This is not an attempt to break up words so Gurbani can be misinterpreted as in Guru Granth Sahib Ji the word ਕਾਲਿ has been used numerous times.

ਹਰਿ ਸਿਮਰਿ ਸਿਮਰਿ ਕਾਟਿਆ ਭਉ ਕਾਲ ॥3॥

Meditating, meditating in remembrance on the Lord, I am rid of the fear of death. ||3||

ਜਿਨਾ ਸਤਿਗੁਰੁ ਪੁਰਖੁ ਨ ਭੇਟਿਓ ਸੇ ਭਾਗਹੀਣ ਵਸਿ ਕਾਲ ॥
Those who have not met the Primal Being, the True Guru, are most unfortunate, and are subject to death.
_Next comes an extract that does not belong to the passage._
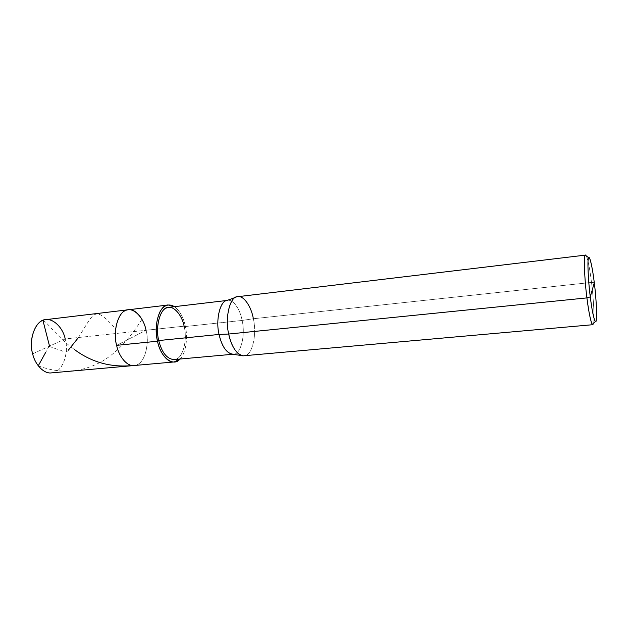 <?xml version="1.0" encoding="UTF-8"?>
<svg xmlns="http://www.w3.org/2000/svg" width="628" height="628" viewBox="0 0 628 628"><rect width="100%" height="100%" fill="white"/><g stroke="black" fill="none" stroke-linecap="round" stroke-linejoin="round"><path stroke-width="0.47" stroke-dasharray="3.14 2.35" d="M32.648 353.815L65.21 338.947L146.057 330.265C150.28 345.683 143.325 366.234 134.07 365.527C143.325 366.234 150.28 345.683 146.057 330.265L116.612 345.345L146.057 330.265L65.21 338.947L32.648 353.815C35.458 367.239 48.003 376.572 55.711 371.65C63.875 368.385 68.742 351.091 65.21 338.947C69.622 353.658 61.646 373.44 51.496 372.875M146.057 330.265C149.448 342.99 145.272 360.982 137.893 364.303C130.954 369.35 119.367 359.444 116.612 345.345C119.367 359.444 130.954 369.35 137.893 364.303C145.272 360.982 149.448 342.99 146.057 330.265L116.612 345.345L146.057 330.265L185.299 326.05L146.057 330.265C143.953 319.032 135.412 308.293 128.261 309.785M45.946 319.628C53.82 318.074 63.059 328.216 65.21 338.947M179.946 359.035C185.857 353.854 188.157 337.291 185.299 326.05C188.157 337.291 185.857 353.854 179.946 359.035M158.735 340.549C161.223 353.737 171.326 363.117 177.332 358.462C183.721 355.432 187.238 338.602 184.2 326.646L185.299 326.05C183.423 317.289 179.82 310.829 174.482 306.668C179.82 310.829 183.423 317.289 185.299 326.05L184.2 326.646C187.984 341.106 182.081 360.291 174.058 359.569M232.674 354.278L233.278 354.223C240.603 355.048 245.729 335.368 242.11 320.445L184.2 326.646L242.11 320.445C245.87 336.184 240.179 356.288 232.344 354.231M242.102 355.621L243.028 355.754C251.428 357.968 257.417 335.949 253.359 318.741L242.11 320.445C240.241 309.596 233.294 299.109 227.666 300.38L227.061 300.451M226.755 300.561C232.439 298.159 240.155 308.85 242.11 320.445L253.359 318.741L591.505 282.427L594.292 282.71L591.505 282.427C593.601 298.331 594.685 320.555 593.46 323.593C594.685 320.555 593.601 298.331 591.505 282.427L253.359 318.741C257.268 335.101 251.852 356.657 243.986 355.746M168.618 307.359C174.812 306.04 182.293 316.127 184.2 326.646M237.824 296.683C243.868 295.293 251.333 306.841 253.359 318.741M591.505 282.427C589.896 269.451 588.201 260.659 586.419 256.051C588.201 260.659 589.896 269.451 591.505 282.427M42.94 320.406C47.414 322.038 56.489 336.624 74.528 349.592M132.673 365.535L136.763 364.821M49.227 345.997L45.624 352.504M38.245 365.826C60.508 374.17 81.821 372.655 102.183 361.281C121.126 350.165 133.858 331.804 141.904 319.448M49.337 346.444L58.899 349.82C62.07 350.071 65.053 354.278 68.295 350.22M78.469 337.526C95.142 311.205 93.808 305.169 115.544 328.601M236.01 297.185L236.889 296.871"/><path stroke-width="0.94" d="M146.057 330.265C143.608 317.085 132.838 306.362 125.529 310.554C117.852 312.964 112.867 331.765 116.612 345.345C112.867 331.765 117.852 312.964 125.529 310.554C132.838 306.362 143.608 317.085 146.057 330.265C143.953 319.032 135.412 308.293 128.261 309.785C119.493 309.055 112.137 329.708 116.612 345.345C118.833 356.547 127.186 366.744 134.07 365.527C127.186 366.744 118.833 356.547 116.612 345.345L157.518 341.216C159.708 352.677 167.707 363.149 174.223 361.948L179.946 359.035C173.807 367.309 160.493 357.772 157.518 341.216L158.735 340.549L219.062 334.449C222.061 347.009 226.802 353.603 233.278 354.223M174.223 361.948L51.496 372.875C43.913 374.123 34.917 364.483 32.648 353.815C27.977 338.947 36.322 319.087 45.946 319.628L168.28 304.996C159.967 304.172 153.146 325.21 157.518 341.216L116.612 345.345C112.137 329.708 119.493 309.055 128.261 309.785M65.21 338.947C62.698 326.356 51.009 316.269 42.94 320.406C34.477 322.847 28.747 340.894 32.648 353.815M590.289 296.887C588.216 281.022 587.274 260.11 588.483 258.226C589.441 254.269 592.526 267.567 594.292 282.71L590.289 296.887C592.086 310.923 593.774 319.103 595.36 321.442C597.401 324.613 596.726 301.534 594.292 282.71C596.192 297.421 597.212 317.376 596.168 320.484C595.383 325.594 592.22 313.254 590.289 296.887L594.292 282.71C592.691 268.902 589.818 255.502 588.719 257.77C587.211 257.441 588.012 279.711 590.289 296.887L586.921 297.9C588.624 312.116 591.498 325.594 592.808 324.707L593.46 323.593L592.557 324.621C590.783 322.133 588.907 313.223 586.921 297.9L590.289 296.887M232.674 354.278L174.058 359.569C166.97 359.035 161.859 352.701 158.735 340.549L157.518 341.216C155.242 330.454 156.027 320.696 159.881 311.967C163.829 305.059 168.697 303.293 174.482 306.668L168.28 304.996M242.102 355.621L232.344 354.231C226.198 352.748 221.77 346.154 219.062 334.449L228.71 334.033C231.654 346.907 236.434 354.153 243.028 355.754M592.808 324.707L243.986 355.746C238.169 356.908 230.845 345.95 228.71 334.033L586.921 297.9L228.71 334.033L219.062 334.449L158.735 340.549C154.747 325.885 160.98 306.605 168.618 307.359L227.061 300.451M184.2 326.646C181.971 314.267 172.519 304.18 166.216 308.081C159.575 310.303 155.399 327.84 158.735 340.549M227.666 300.38C220.687 299.485 215.231 319.275 219.062 334.449C215.428 320.178 220.185 300.851 226.755 300.561L236.01 297.185M253.359 318.741C251.247 306.056 242.981 294.296 236.889 296.871C229.848 297.115 224.753 318.325 228.71 334.033C224.549 317.376 230.366 295.678 237.824 296.683L585.555 255.101C583.6 253.06 584.26 277.898 586.921 297.9C584.417 279.115 583.616 254.803 585.32 255.235L586.419 256.051L585.555 255.101M49.526 346.106L42.94 320.406M74.528 349.592C91.633 362.332 111.015 367.655 132.673 365.535M45.624 352.504L38.245 365.826M68.295 350.22L78.469 337.526M592.557 324.621L595.36 321.442M585.32 255.235L588.719 257.77"/></g></svg>

Therefore, the line in correct form would be: ਮਹਾਕਾਲ ਕਾਲ ਕਾ ਅਰਾਧੀ ॥2॥

ਮਹਾਕਾਲ - Death
ਕਾਲ ਕਾ - of death
ਅਰਾਧੀ - worshipped

This means that Guru Ji worshipped the One Supreme Power that is death of death. By reading the next lines, it becomes quite clear that these in fact are the correct meanings. 

ਇਹ ਬਿਧਿ ਕਰਤ ਤਪਸਿਆ ਭਯੋ ॥ ਦ੍ਵੈ ਤੇ ਏਕ ਰੂਪ ਹ੍ਵੈ ਗਯੋ ॥

In this way, my meditation reached its zenith and I became One with the Omnipotent Lord.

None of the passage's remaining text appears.